Im heutigen Sachsen-Anhalt konnten 17 Klöster in einer sonst ganz protestantischen Umgebung ihr katholisches Bekenntnis bewahren.

„Haben Sie unsere Kirche schon von innen gesehen? Dann kommen Sie mal!“ Nicht ohne Stolz zeigt Doris Wacha Besuchern die Pfarrkirche St. Nikolaus in Adersleben, östlich von Halberstadt in Sachsen-Anhalt. Und tatsächlich: Das barocke Gotteshaus, das äußerlich saniert mitten auf einem ziemlich trostlosen, ehemaligen Gutshof steht, macht in seinem Innern einen hellen, einladenden Eindruck. Jeden Sonntag feiert die rund 50 Gottesdienstbesucher und 250 Mitglieder zählende Gemeinde hier heilige Messe, und auch an manchen Werktagen versammeln sich Gläubige zum Gottesdienst. Pfarrer ist allerdings keiner mehr am Ort, der letzte Seelsorger starb 1997. Er hatte seit 1990 für die Restaurierung der Kirche gesorgt. Die Gemeinde wird heute durch den Pfarrer von Gröningen betreut. Gute Seele im Pfarrhaus, einem Teil der einstigen Klostergebäude, ist die 70-jährige Doris Wacha, Haushälterin des letzten Pfarrers.

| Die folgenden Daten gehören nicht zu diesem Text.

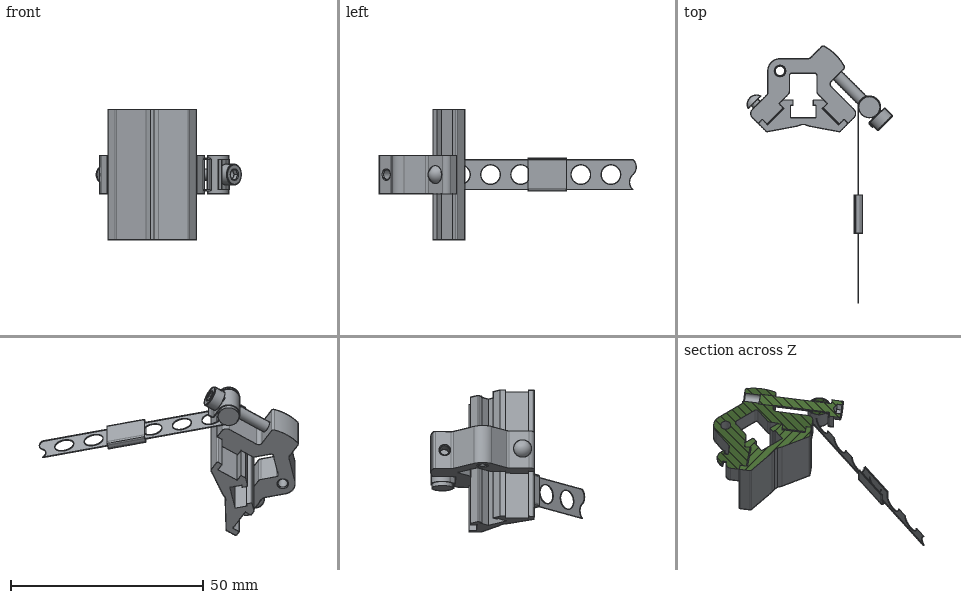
import cadquery as cq
import math

ROOT2 = math.sqrt(2)

rail_length = 34.0
channel_half_width = 3.3
channel_depth = 3.15
lip_half_gap = 2.6
rail_top = 4.6
shoulder_x = 5.3
shoulder_drop = 1.0
neck_inset = 1.3
groove_run = 4.2
hook_rise = 1.4
hook_width = 1.1
foot_y = -3.75
notch_half_width = 1.6
notch_y = -2.3
notch_flat_half_width = 0.5
notch_top_y = -1.9
rail_lip_radius = 0.3
rail_foot_radius = 0.4

bracket_height = 9.95
bracket_half_width = 9.2
bracket_top = 15.3
bracket_corner_radius = 3.2
window_half_width = 3.55
window_top = 11.5
leg_sum = 15.3
leg_gap = 0.2
leg_corner_radius = 1.5
elbow_radius = 1.0
window_radius = 0.55
boss_back = -13.65
boss_front = -2.1
boss_corner_sum = 23.9
boss_crown_sum = 24.8
boss_edge_radius = 0.7
tapped_diameter = 2.5
countersink_diameter = 3.0

button_sum = 8.7
button_shank_diameter = 2.5
button_shank_length = 0.95
button_head_diameter = 4.7
button_head_height = 1.7

barrel_diameter = 5.5
barrel_x = 17.2
barrel_y = 2.7
clearance_diameter = 3.2
screw_diameter = 3.0
screw_engagement = 4.0
head_diameter = 5.5
head_length = 3.0
head_chamfer = 0.2
socket_width = 2.5
socket_depth = 1.5
socket_rim_diameter = 3.0
socket_drill_angle = 120

band_width = 7.8
band_thickness = 0.2
band_hole_diameter = 5.0
band_hole_pitch = 7.8
first_hole_y = -2.55
band_hole_count = 6
band_end_y = -47.4
wave_height = 0.9
flap_length = 3.15
flap_fold = 1.35
fold_inner_radius = 0.2
sleeve_length = 9.95
sleeve_top_y = -20.1
sleeve_wall = 0.4
sleeve_width = 2.2
sleeve_radius = 0.7

shoulder_tip = (shoulder_x + shoulder_drop, rail_top - shoulder_drop)
neck = (shoulder_tip[0] - neck_inset, shoulder_tip[1] - neck_inset)
groove_end = (neck[0] + groove_run, neck[1] - groove_run)
hook_tip = (groove_end[0] + hook_rise, groove_end[1] + hook_rise)
hook_outer = (hook_tip[0] + hook_width, hook_tip[1] - hook_width)
foot = (foot_y + hook_outer[0] - hook_outer[1], foot_y)


def mirrored(points):
    """The same points on the -X side, in reverse order."""
    return [(-x, y) for x, y in reversed(points)]


def from_sums(total, difference):
    """The point with the given X + Y and X - Y."""
    return ((total + difference) / 2, (total - difference) / 2)


def slab(sketch, height):
    """Extrude an outline in the XY plane to both sides of Z = 0."""
    return sketch.extrude(height / 2, both=True)


def diagonal_plane(origin, direction):
    """A plane at Z = 0 whose normal is a direction in XY and whose x axis is +Z."""
    return cq.Plane(origin=(*origin, 0), xDir=(0, 0, 1), normal=(*direction, 0))


def round_edges(body, points, radius):
    """Fillet the edges along Z that pass through the given points."""
    for x, y in points:
        body = body.edges(cq.selectors.NearestToPointSelector((x, y, 0))).fillet(radius)
    return body


screw_direction = (1 / ROOT2, -1 / ROOT2)
screw_sum = barrel_x + barrel_y
boss_entry = from_sums(screw_sum, boss_front)
boss_exit = from_sums(screw_sum, boss_back)
barrel_center = (barrel_x, barrel_y)
barrel_radius = barrel_diameter / 2
band_outer_radius = barrel_radius + band_thickness


def from_barrel(along, across=0):
    """A point at a distance along the screw axis from the barrel, and to the lower left of the axis."""
    return (barrel_x + (along - across) / ROOT2, barrel_y - (along + across) / ROOT2)


def make_rail():
    half = [
        (channel_half_width, 0),
        (channel_half_width, channel_depth),
        (lip_half_gap, channel_depth),
        (lip_half_gap, rail_top),
        (shoulder_x, rail_top),
        shoulder_tip,
        neck,
        groove_end,
        hook_tip,
        hook_outer,
        foot,
        (notch_half_width, notch_y),
        (notch_flat_half_width, notch_top_y),
    ]
    rail = slab(cq.Workplane().polyline(half + mirrored(half)).close(), rail_length)
    lip_edge = [(lip_half_gap, rail_top)]
    foot_edges = [hook_outer, foot]
    rail = round_edges(rail, lip_edge + mirrored(lip_edge), rail_lip_radius)
    return round_edges(rail, foot_edges + mirrored(foot_edges), rail_foot_radius)


def make_bracket():
    leg_outer = from_sums(leg_sum, hook_outer[0] - hook_outer[1])
    gap_step = leg_gap / ROOT2
    leg_inside = [
        (window_half_width, window_top),
        (window_half_width, sum(shoulder_tip) - window_half_width),
        shoulder_tip,
        (neck[0] + gap_step, neck[1] + gap_step),
        (groove_end[0] + gap_step, groove_end[1] + gap_step),
        hook_tip,
        hook_outer,
        leg_outer,
    ]
    left_elbow = (-bracket_half_width, leg_sum - bracket_half_width)
    left_corner = (-bracket_half_width, bracket_top)
    boss_root = (bracket_top + boss_back, bracket_top)
    back_corner = from_sums(boss_corner_sum, boss_back)
    front_corner = from_sums(boss_corner_sum, boss_front)
    crown = from_sums(boss_crown_sum, (boss_back + boss_front) / 2)
    slot_root = from_sums(leg_sum, boss_front)

    outline = (
        cq.Workplane()
        .polyline(mirrored(leg_inside) + leg_inside)
        .lineTo(*slot_root)
        .lineTo(*front_corner)
        .threePointArc(crown, back_corner)
        .lineTo(*boss_root)
        .lineTo(*left_corner)
        .lineTo(*left_elbow)
        .close()
    )
    bracket = slab(outline, bracket_height)

    bracket = round_edges(bracket, [leg_outer] + mirrored([leg_outer]), leg_corner_radius)
    bracket = round_edges(bracket, [left_corner], bracket_corner_radius)
    bracket = round_edges(bracket, [left_elbow, boss_root, slot_root], elbow_radius)
    window_corner = leg_inside[:1]
    leg_bend = leg_inside[1:2]
    bracket = round_edges(bracket, window_corner + mirrored(window_corner), window_radius)
    bracket = round_edges(bracket, leg_bend + mirrored(leg_bend), elbow_radius)
    bracket = round_edges(bracket, [back_corner, front_corner], boss_edge_radius)
    bracket = bracket.cut(make_corner_hole()).cut(make_boss_hole())
    return bracket.union(make_button())


def make_tapped_hole(plane, length):
    """A cutter for a tapped hole that starts with a 45 degree countersink on the given plane."""
    radius = tapped_diameter / 2
    rim = countersink_diameter / 2
    hole = cq.Workplane(plane).circle(radius).extrude(length)
    countersink = cq.Solid.makeCone(rim, radius, rim - radius, pnt=plane.origin, dir=plane.zDir)
    return hole.union(cq.Workplane(countersink))


def make_corner_hole():
    """The hole along Z in the rounded corner, countersunk at both ends."""
    x = bracket_corner_radius - bracket_half_width
    y = bracket_top - bracket_corner_radius
    top_plane = cq.Plane((x, y, bracket_height / 2), normal=(0, 0, -1))
    upper = make_tapped_hole(top_plane, bracket_height)
    return upper.union(upper.mirror("XY"))


def make_boss_hole():
    """The tapped hole through the boss, opened up to the screw diameter where the screw sits."""
    length = (boss_front - boss_back) / ROOT2
    tapped = make_tapped_hole(diagonal_plane(boss_exit, screw_direction), length)
    inward = (-screw_direction[0], -screw_direction[1])
    seat = cq.Workplane(diagonal_plane(boss_entry, inward)).circle(screw_diameter / 2)
    return tapped.union(seat.extrude(screw_engagement))


def make_button():
    """The mushroom-shaped hook for the band holes, standing square on the -X leg."""
    root = (-(leg_sum + button_sum) / 2, (leg_sum - button_sum) / 2)
    axial_plane = cq.Plane(origin=(*root, 0), xDir=(0, 0, 1), normal=(-1, -1, 0))
    shank_radius = button_shank_diameter / 2
    head_radius = button_head_diameter / 2
    top = button_shank_length + button_head_height
    dome_radius = (head_radius**2 + button_head_height**2) / (2 * button_head_height)
    dome_middle = (dome_radius / ROOT2, top - dome_radius + dome_radius / ROOT2)
    profile = (
        cq.Workplane(axial_plane)
        .lineTo(shank_radius, 0)
        .lineTo(shank_radius, button_shank_length)
        .lineTo(head_radius, button_shank_length)
        .threePointArc(dome_middle, (0, top))
        .close()
    )
    return profile.revolve(360, (0, 0), (0, 1))


def make_barrel():
    barrel = slab(cq.Workplane().center(*barrel_center).circle(barrel_radius), bracket_height)
    return barrel.cut(make_clearance())


def make_clearance():
    """The cutter for the screw clearance through the barrel and both sides of the band loop."""
    reach = barrel_diameter
    start = diagonal_plane(from_barrel(-reach), screw_direction)
    return cq.Workplane(start).circle(clearance_diameter / 2).extrude(2 * reach)


def make_screw():
    shank_length = math.dist(boss_entry, from_barrel(band_outer_radius)) + screw_engagement
    seat = diagonal_plane(from_barrel(band_outer_radius), screw_direction)
    head = cq.Workplane(seat).circle(head_diameter / 2).extrude(head_length)
    head = head.faces(cq.selectors.DirectionMinMaxSelector(cq.Vector(*screw_direction, 0)))
    head = head.chamfer(head_chamfer)
    shank = cq.Workplane(seat).circle(screw_diameter / 2).extrude(-shank_length)
    return head.union(shank).cut(make_socket())


def make_socket():
    """The cutter for the hexagon socket, with a conical bottom and a countersunk rim."""
    inward = (-screw_direction[0], -screw_direction[1])
    mouth = diagonal_plane(from_barrel(band_outer_radius + head_length), inward)
    drill_radius = socket_width / 2
    rim_radius = socket_rim_diameter / 2
    tip_length = drill_radius / math.tan(math.radians(socket_drill_angle / 2))
    corner_diameter = socket_width / math.cos(math.pi / 6)
    half_corner = 360 / 12
    turned = cq.Workplane(mouth).transformed(rotate=(0, 0, half_corner))
    hexagon = turned.polygon(6, corner_diameter).extrude(socket_depth)
    bottom = mouth.toWorldCoords((0, 0, socket_depth))
    drill_tip = cq.Solid.makeCone(drill_radius, 0, tip_length, pnt=bottom, dir=mouth.zDir)
    rim_depth = rim_radius - drill_radius
    rim = cq.Solid.makeCone(rim_radius, drill_radius, rim_depth, pnt=mouth.origin, dir=mouth.zDir)
    return hexagon.union(cq.Workplane(drill_tip)).union(cq.Workplane(rim))


def make_band():
    band = slab(band_outline(), band_width)
    outer_bend = from_barrel(barrel_radius, flap_length)
    inner_bend = from_barrel(band_outer_radius, flap_length - band_thickness)
    band = round_edges(band, [outer_bend], fold_inner_radius + band_thickness)
    band = round_edges(band, [inner_bend], fold_inner_radius)
    band = band.cut(make_clearance())
    for index in range(band_hole_count):
        hole_y = first_hole_y - index * band_hole_pitch
        hole = band_cutter().center(hole_y, 0).circle(band_hole_diameter / 2)
        band = band.cut(hole.extrude(band_thickness))
    return band.cut(make_wavy_end()).union(make_sleeve())


def band_outline():
    """The strip: up the -X side of the barrel, round it, then flat under the screw head to a folded end."""
    inner_x = barrel_x - barrel_radius
    outer_x = barrel_x - band_outer_radius
    lowest_y = band_end_y - wave_height
    fold_top = band_outer_radius + flap_fold
    wrap_start = 180
    wrap_end = -45
    wrap_middle = math.radians((wrap_start + wrap_end) / 2)
    cosine, sine = math.cos(wrap_middle), math.sin(wrap_middle)
    inner_middle = (barrel_x + barrel_radius * cosine, barrel_y + barrel_radius * sine)
    outer_middle = (barrel_x + band_outer_radius * cosine, barrel_y + band_outer_radius * sine)
    return (
        cq.Workplane()
        .moveTo(inner_x, lowest_y)
        .lineTo(inner_x, barrel_y)
        .threePointArc(inner_middle, from_barrel(barrel_radius))
        .lineTo(*from_barrel(barrel_radius, flap_length))
        .lineTo(*from_barrel(fold_top, flap_length))
        .lineTo(*from_barrel(fold_top, flap_length - band_thickness))
        .lineTo(*from_barrel(band_outer_radius, flap_length - band_thickness))
        .lineTo(*from_barrel(band_outer_radius))
        .threePointArc(outer_middle, (outer_x, barrel_y))
        .lineTo(outer_x, lowest_y)
        .close()
    )


def band_cutter():
    """A YZ workplane on the -X face of the straight part of the band."""
    return cq.Workplane("YZ", origin=(barrel_x - band_outer_radius, 0, 0))


def make_wavy_end():
    """The cutter that leaves an S-shaped end: bulging out in the upper half, hollow in the lower."""
    half_width = band_width / 2
    beyond_y = band_end_y - 2 * wave_height
    end = (
        band_cutter()
        .moveTo(band_end_y, half_width)
        .threePointArc((band_end_y - wave_height, half_width / 2), (band_end_y, 0))
        .threePointArc((band_end_y + wave_height, -half_width / 2), (band_end_y, -half_width))
        .lineTo(beyond_y, -half_width)
        .lineTo(beyond_y, half_width)
        .close()
    )
    return end.extrude(band_thickness)


def make_sleeve():
    """The keeper: a flat tube that holds the band by its two edges."""
    middle_x = barrel_x - barrel_radius - band_thickness / 2
    end = cq.Workplane("XZ", origin=(middle_x, sleeve_top_y, 0))
    outer_height = band_width + 2 * sleeve_wall
    sleeve = end.rect(sleeve_width, outer_height).extrude(sleeve_length)
    sleeve = sleeve.edges("|Y").fillet(sleeve_radius)
    opening = end.rect(sleeve_width - 2 * sleeve_wall, band_width).extrude(sleeve_length)
    return sleeve.cut(opening)


rail = make_rail()
bracket = make_bracket()
barrel = make_barrel()
screw = make_screw()
band = make_band()

result = cq.Compound.makeCompound([rail.val(), bracket.val(), barrel.val(), screw.val(), band.val()])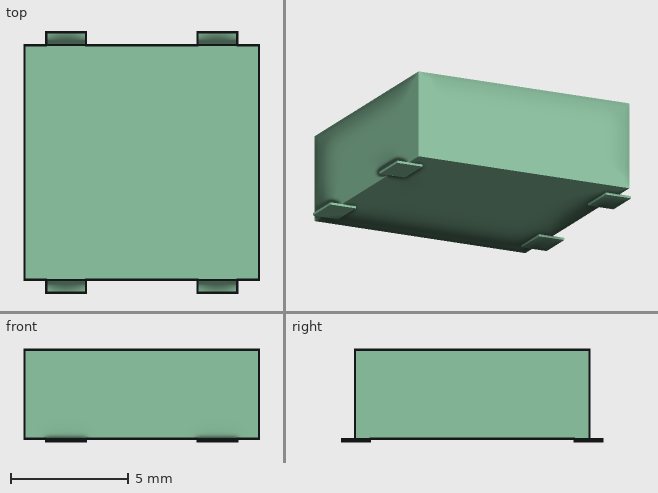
import cadquery as cq

body_side = 10.0
body_height = 3.8

terminal_width = 1.7
terminal_length = 1.2
terminal_thickness = 0.1
terminal_pitch = 6.43
terminal_span = 11.1

terminal_x = terminal_pitch / 2
terminal_y = (terminal_span - terminal_length) / 2


def make_body():
    """Square block resting on top of the terminals."""
    return (
        cq.Workplane("XY")
        .workplane(offset=terminal_thickness)
        .rect(body_side, body_side)
        .extrude(body_height)
    )


def make_terminal(x, y):
    """Flat terminal centred at (x, y), with its underside at Z = 0."""
    return (
        cq.Workplane("XY")
        .center(x, y)
        .rect(terminal_width, terminal_length)
        .extrude(terminal_thickness)
    )


body = make_body()
terminals = [
    make_terminal(x, y)
    for x in (-terminal_x, terminal_x)
    for y in (-terminal_y, terminal_y)
]

result = cq.Compound.makeCompound([body.val(), *[terminal.val() for terminal in terminals]])

Die ehemalige Benediktiner-Klosterkirche von Groß Ammensleben.Der barocke Altarraum, aber auch die Orgel der St.-Nikolaus-Kirche präsentieren sich so, wie sie vor 250 Jahren von ihren Baumeistern geschaffen wurden. Eine ebenfalls gut erhaltene, gotische Muttergottesstatue vor dem linken Seitenaltar verweist jedoch noch auf weit frühere Zeiten, als hier bereits ein Gotteshaus stand. „Unsere kleine Pfarrei hat eine lange, auch über die Reformationszeit währende Geschichte“, erklärt Frau Wacha. Am 6. Dezember 1260 wurde hier ein Frauenkloster eingeweiht und zehn Jahre später mit der schon davor bestehenden Pfarrei vereinigt. Der Propst des Klosters war zugleich der Pfarrer. Das Kloster hat bis zur Enteignung seiner Güter durch den preußischen Staat im Jahre 1809 bestanden.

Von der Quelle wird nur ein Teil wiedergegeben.